La Constitution restera sans pouvoir de décision le 16 juin

La Cour constitutionnelle restera sans pouvoir de décision le 16 juin. C'est parce que les deux juges actuels de cette cour devront expirer avec le mandat, tout en ayant le quorum constitutionnel, il doit y avoir au moins sept juges, sur un total de neuf. Ainsi le directeur du bureau de la communication et [...]
La Cour constitutionnelle restera sans pouvoir de décision le 16 juin. C'est parce que les deux juges actuels de cette cour devront expirer avec le mandat, tout en ayant le quorum constitutionnel, il doit y avoir au moins sept juges, sur un total de neuf.
Ainsi a annoncé le directeur du bureau de communication et d'information à la Cour constitutionnelle, Veton Dula.
Selon lui, la Cour constitutionnelle n'aura pas le quorum nécessaire à la prise de décision après le départ de Rodriguez et Botsharova-Doïceva, dont le mandat expire le 16 juin 2018.
Dula a dit à Telegrafi que ce mois-ci le mandat a été étendu à deux juges internationaux de la Cour constitutionnelle.
“Les juges internationaux de la Cour constitutionnelle, Almiro Rodriguez et Snezana Botushanova-Doïceva, ont reçu un mandat de juges constitutionnels, le 16 juin 2018. De plus, le 26 juin 2018, il expirera le mandat de deux autres juges constitutionnels -- les chefs adjoints Ivan Cukalovic et le juge Altay Suroy. Après le départ des juges Rodriguez et Botusharova-Doiceva, le 16 juin 2018, la Cour constitutionnelle n'aura pas le quorum nécessaire pour prendre une décision”, a déclaré Dula.
Pendant ce temps, les connaisseurs du pays ont dit que cette législature et l'exécutif ne comprenaient pas assez l'importance du mandat constitutionnel et des quorums qui devraient avoir des institutions respectives, en particulier ces indépendants.
Le professeur de droit constitutionnel Mazbul Baraliu a déclaré que la Cour constitutionnelle est la plus haute institution du procès constitutionnel et devrait être un exemple de la façon dont le mandat et la fonction d'une institution sont respectés.

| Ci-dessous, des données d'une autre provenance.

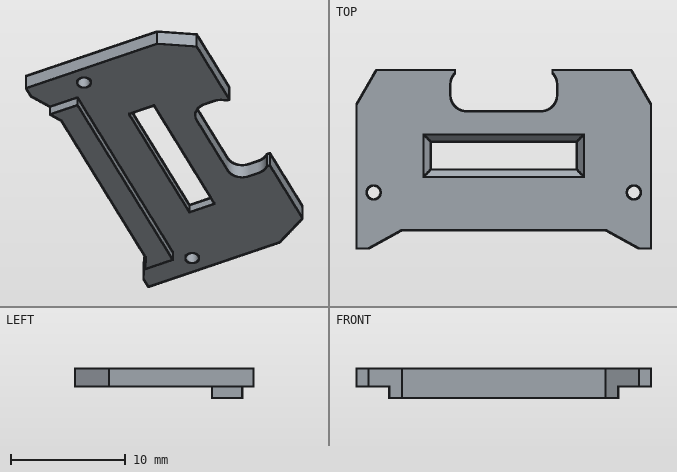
import cadquery as cq
import math

width = 25.7
depth = 15.6
plate_thickness = 1.6
half_width = width / 2

corner_length = 3.0
corner_width = corner_length * math.tan(math.radians(30))

foot_width = 1.05
recess_depth = 1.6
recess_half_width = 8.9

notch_depth = 3.6
notch_half_width = 4.65
mouth_half_width = 4.25
lip_length = 0.3
notch_radius = 1.4

window_length = 12.7
window_height = 2.4
window_center_y = 8.12
bevel_width = 0.65
bevel_depth = 0.65

hole_diameter = 1.2
hole_edge_distance = 1.5
hole_y = 4.9

rib_length = 20.0
rib_height = 1.0
rib_rear_y = 3.65


def plate_outline():
    """Outer outline with the rear corners and the front recess, without the notch."""
    right_side = [
        (recess_half_width, recess_depth),
        (half_width - foot_width, 0),
        (half_width, 0),
        (half_width, depth - corner_length),
        (half_width - corner_width, depth),
    ]
    left_side = [(-x, y) for x, y in reversed(right_side)]
    return cq.Workplane("XY").polyline(right_side + left_side).close()


def notch_cutter():
    """Rear notch: rounded bottom corners and arcs that turn in to the mouth."""
    floor_y = depth - notch_depth
    lip_y = depth - lip_length
    arc_center_x = notch_half_width - notch_radius
    lower_center_y = floor_y + notch_radius
    mouth_angle = math.acos((mouth_half_width - arc_center_x) / notch_radius)
    upper_center_y = lip_y - notch_radius * math.sin(mouth_angle)

    diagonal = notch_radius * math.sqrt(0.5)
    lower_mid_x = arc_center_x + diagonal
    lower_mid_y = lower_center_y - diagonal
    upper_mid_x = arc_center_x + notch_radius * math.cos(mouth_angle / 2)
    upper_mid_y = upper_center_y + notch_radius * math.sin(mouth_angle / 2)

    return (
        cq.Workplane("XY")
        .moveTo(-arc_center_x, floor_y)
        .lineTo(arc_center_x, floor_y)
        .threePointArc((lower_mid_x, lower_mid_y), (notch_half_width, lower_center_y))
        .lineTo(notch_half_width, upper_center_y)
        .threePointArc((upper_mid_x, upper_mid_y), (mouth_half_width, lip_y))
        .lineTo(mouth_half_width, depth)
        .lineTo(-mouth_half_width, depth)
        .lineTo(-mouth_half_width, lip_y)
        .threePointArc((-upper_mid_x, upper_mid_y), (-notch_half_width, upper_center_y))
        .lineTo(-notch_half_width, lower_center_y)
        .threePointArc((-lower_mid_x, lower_mid_y), (-arc_center_x, floor_y))
        .close()
        .extrude(plate_thickness)
    )


def window_cutter():
    """Straight window opening that flares out to the top face."""
    opening = (
        cq.Workplane("XY")
        .center(0, window_center_y)
        .rect(window_length, window_height)
        .extrude(plate_thickness)
    )
    flare = (
        cq.Workplane("XY")
        .workplane(offset=plate_thickness - bevel_depth)
        .center(0, window_center_y)
        .rect(window_length, window_height)
        .workplane(offset=bevel_depth)
        .rect(window_length + 2 * bevel_width, window_height + 2 * bevel_width)
        .loft(ruled=True)
    )
    return opening.union(flare)


def hole_cutter():
    """Pin holes near both sides."""
    hole_x = half_width - hole_edge_distance
    return (
        cq.Workplane("XY")
        .pushPoints([(-hole_x, hole_y), (hole_x, hole_y)])
        .circle(hole_diameter / 2)
        .extrude(plate_thickness)
    )


def front_rib():
    """Rib below the plate whose front follows the plate outline."""
    strip = (
        cq.Workplane("XY")
        .rect(rib_length, 2 * rib_rear_y)
        .extrude(-rib_height)
    )
    return plate_outline().extrude(-rib_height).intersect(strip)


plate = plate_outline().extrude(plate_thickness)
plate = plate.cut(notch_cutter()).cut(window_cutter()).cut(hole_cutter())
result = plate.union(front_rib())
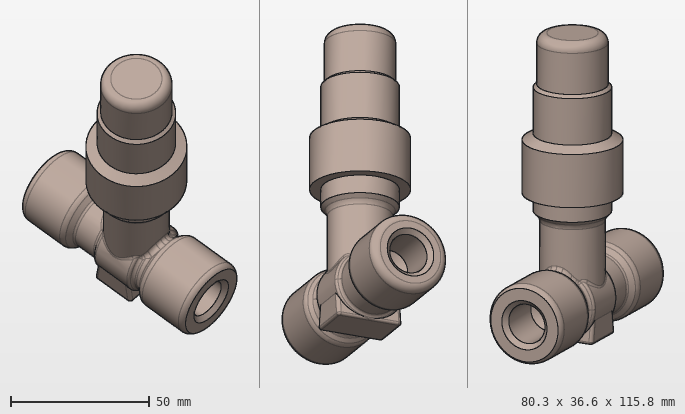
import cadquery as cq
import math


tube_radius = 11.9
socket_radius = 15.0
left_end = -43.7
right_end = 36.6
left_socket_back = -19.5
right_socket_back = 12.2
socket_round = 3.0
left_root_fillet = 1.4
right_root_fillet = 3.0
right_nose_length = 2.4

hub_radius = 13.5
hub_half_length = 8.8
hub_round = 1.3
hub_root_fillet = 1.5
hub_wall_half_width = 0.3

bore_radius = 7.4
bore_mouth_radius = 9.3
bore_depth = 18.5
drill_half_angle = math.radians(59)

block_half_width = 12.7
block_half_length = 8.8
block_draft = math.radians(8)
block_corner_round = 1.3
block_bottom_round = 0.9

stem_radius = 11.9
stem_root_fillet = 1.6
barrel_radius = 14.2
barrel_bottom = 33.4
barrel_top = 80.8
barrel_chamfer = 0.6
neck_fillet = 2.9
collar_radius = 18.3
collar_bottom = 40.2
collar_shoulder = 60.3
collar_top = 62.7
cap_radius = 13.0
overall_height = 115.8
cap_top = overall_height - socket_radius
cap_round = 3.7

pick_slack = 0.06


def revolve_about_x(points):
    """Turn an outline of (x, radius) points about the X axis."""
    return cq.Workplane("XY").polyline(points).close().revolve(360, (0, 0, 0), (1, 0, 0))


def round_edges_at(solid, x, radius, size):
    """Fillet the circular edge of a body revolved about X."""
    reach = radius + pick_slack
    low_corner = (x - pick_slack, -reach, -reach)
    high_corner = (x + pick_slack, reach, reach)
    edge = cq.selectors.BoxSelector(low_corner, high_corner, boundingbox=True)
    return solid.edges(edge).fillet(size)


def make_run():
    """Tube, hub and both sockets as one solid turned about X."""
    rise = socket_radius - tube_radius
    left_shoulder = left_socket_back - rise
    right_shoulder = right_socket_back + rise
    hub_foot = hub_half_length + hub_wall_half_width
    hub_crest = hub_half_length - hub_wall_half_width
    right_full_nose = right_end - right_nose_length + socket_round
    run = revolve_about_x([
        (left_end, 0),
        (left_end, socket_radius),
        (left_shoulder, socket_radius),
        (left_socket_back, tube_radius),
        (-hub_foot, tube_radius),
        (-hub_crest, hub_radius),
        (hub_crest, hub_radius),
        (hub_foot, tube_radius),
        (right_socket_back, tube_radius),
        (right_shoulder, socket_radius),
        (right_full_nose, socket_radius),
        (right_full_nose, 0),
    ])
    rounds = [
        (left_end, socket_radius, socket_round),
        (left_shoulder, socket_radius, socket_round),
        (left_socket_back, tube_radius, left_root_fillet),
        (-hub_foot, tube_radius, hub_root_fillet),
        (-hub_crest, hub_radius, hub_round),
        (hub_crest, hub_radius, hub_round),
        (hub_foot, tube_radius, hub_root_fillet),
        (right_socket_back, tube_radius, right_root_fillet),
        (right_shoulder, socket_radius, socket_round),
        (right_full_nose, socket_radius, socket_round),
    ]
    for x, radius, size in rounds:
        run = round_edges_at(run, x, radius, size)
    excess = cq.Workplane("YZ", origin=(right_end, 0, 0)).circle(2 * socket_radius).extrude(socket_round)
    return run.cut(excess)


def make_stem():
    """Stem, barrel, collar and cap turned about Z."""
    neck_foot = barrel_bottom - (barrel_radius - stem_radius)
    stem = (
        cq.Workplane("XZ")
        .polyline([
            (0, 0),
            (stem_radius, 0),
            (stem_radius, neck_foot),
            (barrel_radius, barrel_bottom),
            (barrel_radius, collar_bottom),
            (collar_radius, collar_bottom),
            (collar_radius, collar_shoulder),
            (barrel_radius, collar_top),
            (barrel_radius, barrel_top - barrel_chamfer),
            (cap_radius, barrel_top + barrel_chamfer),
            (cap_radius, cap_top),
            (0, cap_top),
        ])
        .close()
        .revolve(360, (0, 0, 0), (0, 1, 0))
    )
    stem = stem.faces(">Z").edges().fillet(cap_round)
    reach = stem_radius + pick_slack
    low_corner = (-reach, -reach, neck_foot - pick_slack)
    high_corner = (reach, reach, neck_foot + pick_slack)
    neck = cq.selectors.BoxSelector(low_corner, high_corner, boundingbox=True)
    return stem.edges(neck).fillet(neck_fillet)


def make_block():
    """Block level with the bottom of the hub, narrowing along X towards the run axis."""
    top_half_length = block_half_length - hub_radius * math.tan(block_draft)
    block = (
        cq.Workplane("XZ", origin=(0, block_half_width, 0))
        .polyline([
            (-block_half_length, -hub_radius),
            (block_half_length, -hub_radius),
            (top_half_length, 0),
            (-top_half_length, 0),
        ])
        .close()
        .extrude(2 * block_half_width)
    )
    block = block.edges("not(#Z or |Y)").fillet(block_corner_round)
    return block.faces("<Z").edges().fillet(block_bottom_round)


def make_bore(end_x, inward):
    """Blind drilled bore with a chamfered mouth; inward is the X direction, 1 or -1."""
    mouth_depth = bore_mouth_radius - bore_radius
    tip_depth = bore_depth + bore_radius / math.tan(drill_half_angle)
    return revolve_about_x([
        (end_x, 0),
        (end_x, bore_mouth_radius),
        (end_x + inward * mouth_depth, bore_radius),
        (end_x + inward * bore_depth, bore_radius),
        (end_x + inward * tip_depth, 0),
    ])


def join_stem(run, stem):
    """Unite the run and the stem and fillet the seam between them."""
    body = run.union(stem)

    def is_seam(edge):
        middle = edge.positionAt(0.5)
        low = middle.z < socket_radius
        return low and abs(math.hypot(middle.x, middle.y) - stem_radius) < pick_slack

    seam = [edge for edge in body.edges().vals() if is_seam(edge)]
    return body.newObject(seam).fillet(stem_root_fillet)


result = join_stem(make_run(), make_stem()).union(make_block())
result = result.cut(make_bore(left_end, 1)).cut(make_bore(right_end, -1))
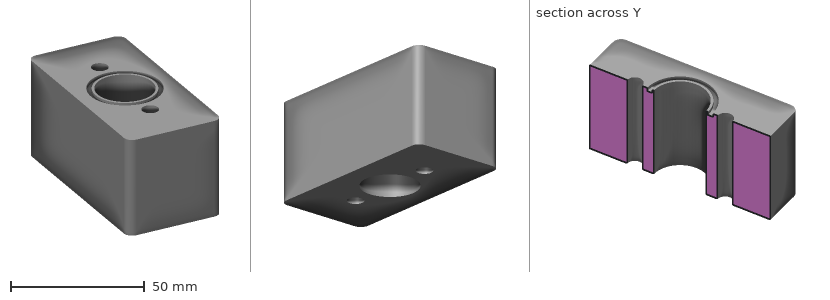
import cadquery as cq

length = 80.0
width = 40.0
height = 40.0
corner_radius = 3.5

bore_diameter = 23.0
groove_inner_diameter = 25.0
groove_outer_diameter = 29.0
groove_depth = 1.5

mount_hole_diameter = 6.65
mount_hole_spacing = 40.0


def make_block():
    """Block standing on Z = 0 with rounded vertical edges."""
    block = cq.Workplane("XY").box(length, width, height, centered=(True, True, False))
    return block.edges("|Z").fillet(corner_radius)


def through_hole(diameter, x):
    """Cutter for a vertical hole through the full height at (x, 0)."""
    return cq.Workplane("XY").center(x, 0).circle(diameter / 2).extrude(height)


def ring_groove():
    """Cutter for the ring groove in the top face, concentric with the bore."""
    return (
        cq.Workplane("XY", origin=(0, 0, height - groove_depth))
        .circle(groove_outer_diameter / 2)
        .circle(groove_inner_diameter / 2)
        .extrude(groove_depth)
    )


result = make_block().cut(through_hole(bore_diameter, 0)).cut(ring_groove())
for side in (-1, 1):
    result = result.cut(through_hole(mount_hole_diameter, side * mount_hole_spacing / 2))
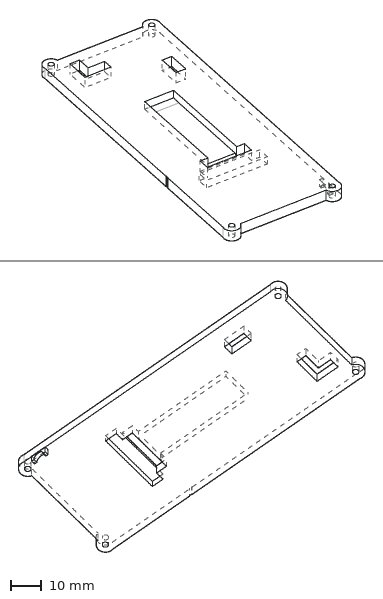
import cadquery as cq

total_length = 112.2
total_width = 45.2
plate_length = 107.7
plate_width = 45.0
plate_thickness = 4.2

ear_radius = 3.0
ear_hole_diameter = 2.0
ear_x = total_length / 2 - ear_radius
ear_y = total_width / 2 - ear_radius

window_length = 8.2
window_width = 3.7
window_x = -31.0
window_y = 13.6

ell_length = 8.9
ell_height = 10.1
ell_foot_width = 3.7
ell_stem_width = 3.7
ell_right = -41.1
ell_bottom = -14.4

slot_length = 4.2
slot_width = 17.2
slot_left = 18.0

recess_width = 11.2
recess_left = -19.2
recess_depth = 3.1
ramp_length = 3.1
ramp_drop = 0.1
floor_chamfer = 0.9

relief_length = 4.5
relief_width = 23.6
relief_roof = 1.2

groove_left = 18.9
groove_width = 1.0
groove_depth = 0.1

tab_length = 5.7
tab_thickness = 1.5
tab_height = 2.8
tab_x = 46.0
notch_radius = 1.9
notch_center_z = -2.7


def box(left, bottom, base, length, width, height):
    """Box placed by its lowest X, Y and Z corner."""
    return cq.Workplane("XY").box(length, width, height, centered=False).translate((left, bottom, base))


def through_window(left, bottom, length, width):
    return box(left, bottom, 0, length, width, plate_thickness)


def make_plate():
    plate = through_window(-plate_length / 2, -plate_width / 2, plate_length, plate_width)
    ear_centers = [(x, y) for x in (-ear_x, ear_x) for y in (-ear_y, ear_y)]
    ears = cq.Workplane("XY").pushPoints(ear_centers).circle(ear_radius).extrude(plate_thickness)
    holes = cq.Workplane("XY").pushPoints(ear_centers).circle(ear_hole_diameter / 2).extrude(plate_thickness)
    return plate.union(ears).cut(holes)


def make_ell_window():
    foot = through_window(ell_right - ell_length, ell_bottom, ell_length, ell_foot_width)
    stem = through_window(ell_right - ell_stem_width, ell_bottom, ell_stem_width, ell_height)
    return foot.union(stem)


def make_recess():
    floor_z = plate_thickness - recess_depth
    return (
        cq.Workplane("XZ")
        .moveTo(recess_left, plate_thickness)
        .lineTo(recess_left, floor_z + ramp_drop)
        .lineTo(recess_left + ramp_length, floor_z)
        .lineTo(slot_left - floor_chamfer, floor_z)
        .lineTo(slot_left, floor_z - floor_chamfer)
        .lineTo(slot_left, plate_thickness)
        .close()
        .extrude(recess_width / 2, both=True)
    )


def make_tab():
    tab_back = total_width / 2
    tab = box(tab_x - tab_length / 2, tab_back - tab_thickness, -tab_height, tab_length, tab_thickness, tab_height)
    notch_tool = (
        cq.Workplane("XZ", origin=(tab_x, tab_back, notch_center_z))
        .circle(notch_radius)
        .extrude(tab_thickness)
    )
    return tab.cut(notch_tool)


window = through_window(
    window_x - window_length / 2, window_y - window_width / 2, window_length, window_width
)
slot = through_window(slot_left, -slot_width / 2, slot_length, slot_width)
relief = box(
    slot_left + slot_length,
    -relief_width / 2,
    0,
    relief_length,
    relief_width,
    plate_thickness - relief_roof,
)
groove = through_window(groove_left, -plate_width / 2, groove_width, groove_depth)

result = make_plate().union(make_tab())
for cutout in (window, make_ell_window(), slot, make_recess(), relief, groove):
    result = result.cut(cutout)
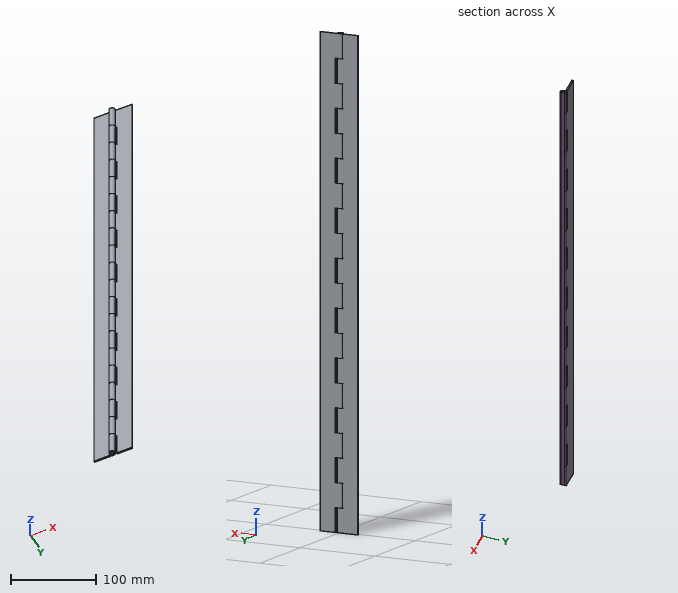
import cadquery as cq

HINGE_LENGTH = 600.0
HINGE_WIDTH = 50.0
KNUCKLE_DIAMETER = 8.0
SHEET_THICKNESS = 2.0
KNUCKLE_COUNT = 20
NOTCH_CLEARANCE = 1.0

KNUCKLE_RADIUS = KNUCKLE_DIAMETER / 2
PIN_RADIUS = KNUCKLE_RADIUS - SHEET_THICKNESS
KNUCKLE_LENGTH = HINGE_LENGTH / KNUCKLE_COUNT
LEAF_REACH = HINGE_WIDTH / 2
LEAF_INNER_EDGE = KNUCKLE_RADIUS + NOTCH_CLEARANCE
LEAF_FRONT = KNUCKLE_RADIUS - SHEET_THICKNESS


def make_plate(inner_edge, bottom, height):
    """Flat sheet from inner_edge to the outer edge, flush with the back of the knuckles."""
    plate = cq.Workplane("XY").box(LEAF_REACH - inner_edge, SHEET_THICKNESS, height, centered=False)
    return plate.translate((inner_edge, LEAF_FRONT, bottom))


def make_knuckle(bottom):
    """One knuckle barrel, tied to the plate by a strip tangent to its back, bored for the pin."""
    barrel = cq.Workplane("XY").workplane(offset=bottom).circle(KNUCKLE_RADIUS).extrude(KNUCKLE_LENGTH)
    strip = make_plate(0, bottom, KNUCKLE_LENGTH)
    bore = cq.Workplane("XY").workplane(offset=bottom).circle(PIN_RADIUS).extrude(KNUCKLE_LENGTH)
    return barrel.union(strip).cut(bore)


def make_leaf(first_knuckle):
    """Leaf on the +X side carrying every second knuckle, counted from the bottom."""
    leaf = make_plate(LEAF_INNER_EDGE, 0, HINGE_LENGTH)
    for index in range(first_knuckle, KNUCKLE_COUNT, 2):
        leaf = leaf.union(make_knuckle(index * KNUCKLE_LENGTH))
    return leaf


def make_pin():
    """Straight pin through all the knuckles."""
    return cq.Workplane("XY").circle(PIN_RADIUS).extrude(HINGE_LENGTH)


right_leaf = make_leaf(first_knuckle=1)
left_leaf = make_leaf(first_knuckle=0).mirror("YZ")
pin = make_pin()

result = cq.Compound.makeCompound([left_leaf.val(), right_leaf.val(), pin.val()])

Selon lui, les conséquences sont irréversibles, car il y aura des retards dans la prise de décisions ainsi que des violations des droits de l'homme.
Malheureusement, non seulement cette structure dirigeante et cette législature et ce pouvoir exécutif, mais à plusieurs reprises un gouvernement après l'autre comme s'ils ne comprenaient pas assez l'importance du mandat constitutionnel et le quorum que les institutions respectives devraient avoir, en particulier celles qui sont indépendantes. La Cour constitutionnelle est la plus haute institution de la Cour constitutionnelle et devrait être un exemple de la façon dont le mandat et la fonction d'une institution sont respectés, de sorte qu'elle devrait avoir, dans le cadre de son mandat, l'obligation d'exécuter, respectivement, les élections des juges. La Cour constitutionnelle, qui s'occupe des affaires et de la préparation, prend le poste de juge rapporteur pour diverses affaires, mais elle ne peut pas statuer valablement parce qu'elle n'a pas de mandat. Les conséquences sont irréversibles, car il y aura des retards, des violations des droits de l'homme, le traitement des affaires renvoyées à la Cour constitutionnelle et une perte énorme”, a souligné Baraliu.
Alors que l'experte en droit, Riza Smaka, a fait valoir que le processus d'élection des juges à la Cour constitutionnelle vise des intérêts politiques.
Smaka a déclaré que la Cour constitutionnelle du Kosovo a servi la politique quotidienne à ce jour plutôt que la Constitution qui a la base du travail
Il y a des défauts majeurs dans ce tribunal. Les intérêts politiques se poussent les uns les autres, ont des querelles pour envoyer ses hommes à cette cour, et donc dilapider l'élection de ces juges. Quand il y a quorum dans cette cour, aucune décision ne peut être prise”, a-t-il dit.
Selon le professeur Smaca, la responsabilité incombe au chef de cette cour, Arta Rama, à la tête du Parlement, Kadri Wessel, ainsi qu'aux députés du Parlement.
C'est la responsabilité. Il est également reproché au président du tribunal, qui doit entamer la procédure six mois plus tôt. La responsabilité incombe au chef du juge et du chef de l'assemblée. Ils sont aussi sérieux à cause des députés, ils auraient dû être punis, non par l'embauche, mais par le vote du citoyen”, a dit Smaca, entre autres choses.
Autrement, cela fait deux semaines que six candidats albanais à l'Assemblée du Kosovo n'ont pas obtenu les votes nécessaires.
Alors que, sur le site officiel de l'Assemblée du Kosovo depuis le 22 mai, le concours des candidats des juges à la Cour constitutionnelle est ouvert jusqu'au 6 juin.